On OSXvnc Server, under the General Tab, you put the port in there. You don't need both ports. You can just use 5900, 5901, etc.

On the work machine, you need a VNC Client, not a browser. You wont have to enter the port number in that, only the IP of the home machine.

Windows Client/Server;
http://www.versiontracker.com/dyn/moreinfo/win/13327


----------



## btoneill (Dec 23, 2003)

ghyde said:
			
		

> Okay, I turn off port forwarding in the router, then set up the vnc server to forward 5800 and 5900 and then I'll be able to get to my mac, through the router, from the NT at work by putting my wan ip in the address bar of a browser.
> 
> Do I have everything?



You need to do the port forwaring on your router to your OS X box, not in the VNC application.

Brian


----------



## bobw (Dec 23, 2003)

To get to your Mac from work, the Server has to be installed on the Mac and the Client on your work machine.


----------



## ghyde (Dec 24, 2003)

Okay, this is confusing? I've done the vnc thing before.  But now I have a router in the equasion.  I'm hearing Yes to router and No to NNC, and I'm hearing Yes to VNC config and forget the router. I'm also hearing that changes need to be made in the Staring (network)? settings in system preferences. So which is it, boys?  My preference is VNC, so how would I configure that?


----------



## bobw (Dec 24, 2003)

Ok, describe your setup exactly.

 Mac at home - does this have a Router or Firewall?
 PC at work  -  behind a Router?

 If the Mac at home does NOT have a Router or Firewall, then install OSXvnc and open the Preferences. Put a Paswword in. This will be used by the work machine to connect. Go through the Preferences and set the way you want.

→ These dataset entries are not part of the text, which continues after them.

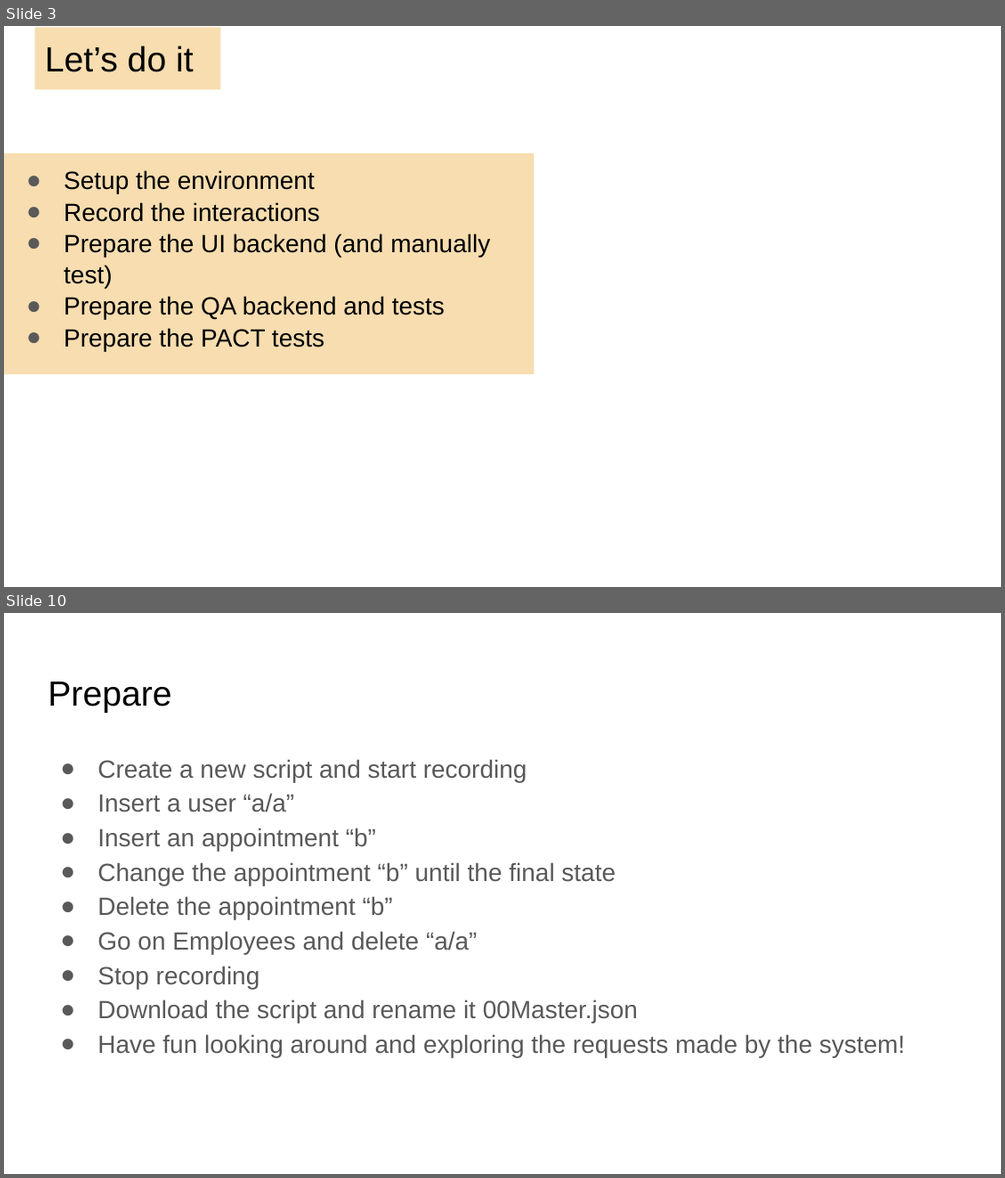
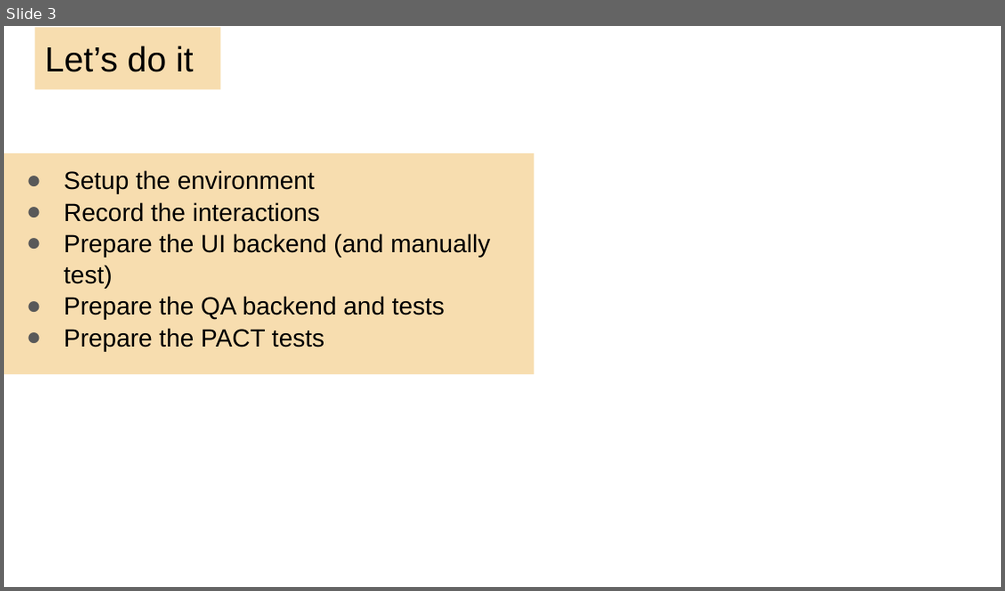
Before and after one commit to kendarorg/HttpAnsweringMachine, a slide deck: docs/HAM.EP.pptx. Shown one above the other, each under a label of ours: slides 3 and 10 before the commit, slide 3 after it; the slides between them are not shown. The pictures are 1005x1178 and 1005x591 pixels, drawn with LibreOffice and Linux fonts; fonts in the diff are those of the drawing; background and template pictures are left out. Boxes give left, top, right and bottom in pixels: in the first picture for what was removed or moved away, otherwise in the second. Text is boxed around its words. In the diff, an @@ line names an element or a change of style, - is before the commit and + after.

```diff
--- a/docs/HAM.EP.pptx
+++ b/docs/HAM.EP.pptx
@@ slide 10 removed at bbox=[4, 613, 1001, 1174], background #FFFFFF @@
@@ title removed at bbox=[48, 682, 171, 713] @@
-Prepare
@@ text removed at bbox=[97, 759, 905, 1057] @@
-● Create a new script and start recording
-● Insert a user “a/a”
-● Insert an appointment “b”
-● Change the appointment “b” until the final state
-● Delete the appointment “b”
-● Go on Employees and delete “a/a”
-● Stop recording
-● Download the script and rename it 00Master.json
-● Have fun looking around and exploring the requests made by the system!
```
Also in this commit, not shown: 3 slides changed, 1 slide added, 12 other slides removed, 1 other file.

 On the work PC, install a VNC Client. Now you'll need the IP of the Mac at home to put in under Host.
 if you don't know the IP of the Mac, while on the Mac, open a browser and go to http://www.whatismyip.com

 Out the Mac's IP and the password you selected in the Client on the PC and click Connect. It will take a bit for the desktop to appear. It's pretty slow.


----------



## ghyde (Dec 24, 2003)

Great, this option is now clear.  How can I make the same thing happen going through a router at home (with or without a firewall, since it can be disabled). A firewall at work isn't a problem since others are getting into their home desktops all the time.

Also, I assume the password is entered in Accounts --> login, the same passwork used at login?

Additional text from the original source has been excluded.